== Extracted information

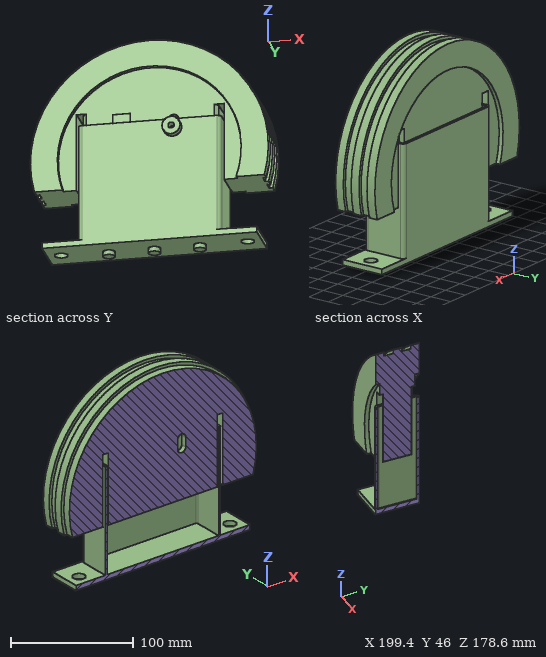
import cadquery as cq

overall_depth = 40.0

base_length = 180.0
base_thickness = 5.0
mounting_hole_diameter = 11.0
mounting_hole_edge_distance = 12.0

housing_width = 119.6
housing_top = 104.5
wall_thickness = 2.4
bend_radius = 3.4

boss_diameter = 15.1
boss_bore_diameter = 5.0
boss_length = 6.0
boss_x = 19.5
boss_z = 96.9

screw_head_diameter = 10.0
screw_head_height = 4.0
screw_spacing = 38.0
screw_count = 3

drum_radius = 99.7
drum_top = 174.6
drum_centre_z = drum_top - drum_radius
drum_cut_below_centre = 25.3
drum_bottom = drum_centre_z - drum_cut_below_centre
groove_depth = 2.8
groove_count = 2
layer_thickness = overall_depth / (2 * groove_count + 1)

hub_radius = 77.0
hub_recess_depth = 4.0
hub_depth = overall_depth - 2 * hub_recess_depth
hub_front_y = -hub_depth / 2

side_slot_outer_x = 61.8
side_slot_inner_x = 56.6
side_slot_top = 115.8
hub_chamfer = 3.0

guide_slot_width = 8.0
guide_slot_top = 109.6
guide_slot_depth = 10.0

mark_size = 14.8
mark_depth = 0.1
mark_x = -24.1
mark_top = 113.5


def cylinder_along_y(radius, x, z, y_start, y_end):
    """Solid cylinder whose axis runs along Y from y_start to y_end."""
    direction = cq.Vector(0, 1, 0)
    return cq.Workplane(cq.Solid.makeCylinder(radius, y_end - y_start, cq.Vector(x, y_start, z), direction))


def block(x_start, x_end, depth, z_start, z_end):
    """Rectangular block centred on Y = 0."""
    size_x = x_end - x_start
    size_z = z_end - z_start
    centre = ((x_start + x_end) / 2, 0, (z_start + z_end) / 2)
    return cq.Workplane("XY").box(size_x, depth, size_z).translate(centre)


def make_housing():
    """Base plate, bent sheet walls and threaded boss as one welded body."""
    front_y = -overall_depth / 2
    hole_x = base_length / 2 - mounting_hole_edge_distance
    base = (
        cq.Workplane("XY")
        .box(base_length, overall_depth, base_thickness, centered=(True, True, False))
        .faces(">Z").workplane()
        .pushPoints([(-hole_x, 0), (hole_x, 0)])
        .hole(mounting_hole_diameter)
    )

    outer = block(-housing_width / 2, housing_width / 2, overall_depth, 0, housing_top)
    outer = outer.edges("|Z").fillet(bend_radius)
    inner_x = housing_width / 2 - wall_thickness
    cavity = block(-inner_x, inner_x, overall_depth - 2 * wall_thickness, base_thickness, housing_top)
    cavity = cavity.edges("|Z").fillet(bend_radius - wall_thickness)

    boss = cylinder_along_y(boss_diameter / 2, boss_x, boss_z, front_y - boss_length, front_y)
    bore = cylinder_along_y(
        boss_bore_diameter / 2, boss_x, boss_z, front_y - boss_length, front_y + wall_thickness
    )
    return base.union(outer).cut(cavity).union(boss).cut(bore)


def make_drum_blank():
    """Round drum with its rim grooves and recessed faces, cut flat at the bottom."""
    half_depth = overall_depth / 2
    blank = cylinder_along_y(drum_radius, 0, drum_centre_z, -half_depth, half_depth)

    for index in range(groove_count):
        start = -half_depth + (2 * index + 1) * layer_thickness
        end = start + layer_thickness
        rim = cylinder_along_y(drum_radius, 0, drum_centre_z, start, end)
        floor = cylinder_along_y(drum_radius - groove_depth, 0, drum_centre_z, start, end)
        blank = blank.cut(rim.cut(floor))

    for start in (-half_depth, hub_depth / 2):
        recess = cylinder_along_y(hub_radius, 0, drum_centre_z, start, start + hub_recess_depth)
        blank = blank.cut(recess)

    below = block(-drum_radius, drum_radius, overall_depth, drum_centre_z - drum_radius, drum_bottom)
    return blank.cut(below)


def make_side_slots():
    """Tool for both housing slots: a wide block less the chamfered part of the hub that remains."""
    opening = block(-side_slot_outer_x, side_slot_outer_x, overall_depth, drum_bottom, side_slot_top)
    core = block(-side_slot_inner_x, side_slot_inner_x, hub_depth, drum_bottom, side_slot_top)
    core = core.edges("|Z").chamfer(hub_chamfer)
    return opening.cut(core)


def make_guide_slot():
    """Tool for the blind guide slot, with round ends, reaching down to the boss axis."""
    radius = guide_slot_width / 2
    end_y = hub_front_y + guide_slot_depth
    upper_z = guide_slot_top - radius
    middle = cq.Workplane("XY").box(guide_slot_width, guide_slot_depth, upper_z - boss_z)
    middle = middle.translate((boss_x, (hub_front_y + end_y) / 2, (upper_z + boss_z) / 2))
    upper_end = cylinder_along_y(radius, boss_x, upper_z, hub_front_y, end_y)
    lower_end = cylinder_along_y(radius, boss_x, boss_z, hub_front_y, end_y)
    return middle.union(upper_end).union(lower_end)


def make_mark():
    """Tool for the shallow square mark."""
    mark = cq.Workplane("XY").box(mark_size, mark_depth, mark_size)
    return mark.translate((mark_x, hub_front_y + mark_depth / 2, mark_top - mark_size / 2))


def make_drum():
    """Complete drum, straddling the housing walls without touching them."""
    return make_drum_blank().cut(make_side_slots()).cut(make_guide_slot()).cut(make_mark())


def make_screw_head(x):
    """Plain screw head seated against the underside of the base plate."""
    head = cq.Workplane("XY").circle(screw_head_diameter / 2).extrude(-screw_head_height)
    return head.translate((x, 0, 0))


housing = make_housing()
drum = make_drum()
screw_heads = [
    make_screw_head((index - (screw_count - 1) / 2) * screw_spacing) for index in range(screw_count)
]

result = cq.Compound.makeCompound(
    [housing.solids().val(), drum.solids().val(), *[head.val() for head in screw_heads]]
)

====

* [Instructions for the task]:
Once you find the line with "drum_bottom = drum_centre_z" above, print it and every line after it up to and including the line with "side_slot_top = 115.8", exactly as written and nothing else.

* [Result for this exercise]:
drum_bottom = drum_centre_z - drum_cut_below_centre
groove_depth = 2.8
groove_count = 2
layer_thickness = overall_depth / (2 * groove_count + 1)

hub_radius = 77.0
hub_recess_depth = 4.0
hub_depth = overall_depth - 2 * hub_recess_depth
hub_front_y = -hub_depth / 2

side_slot_outer_x = 61.8
side_slot_inner_x = 56.6
side_slot_top = 115.8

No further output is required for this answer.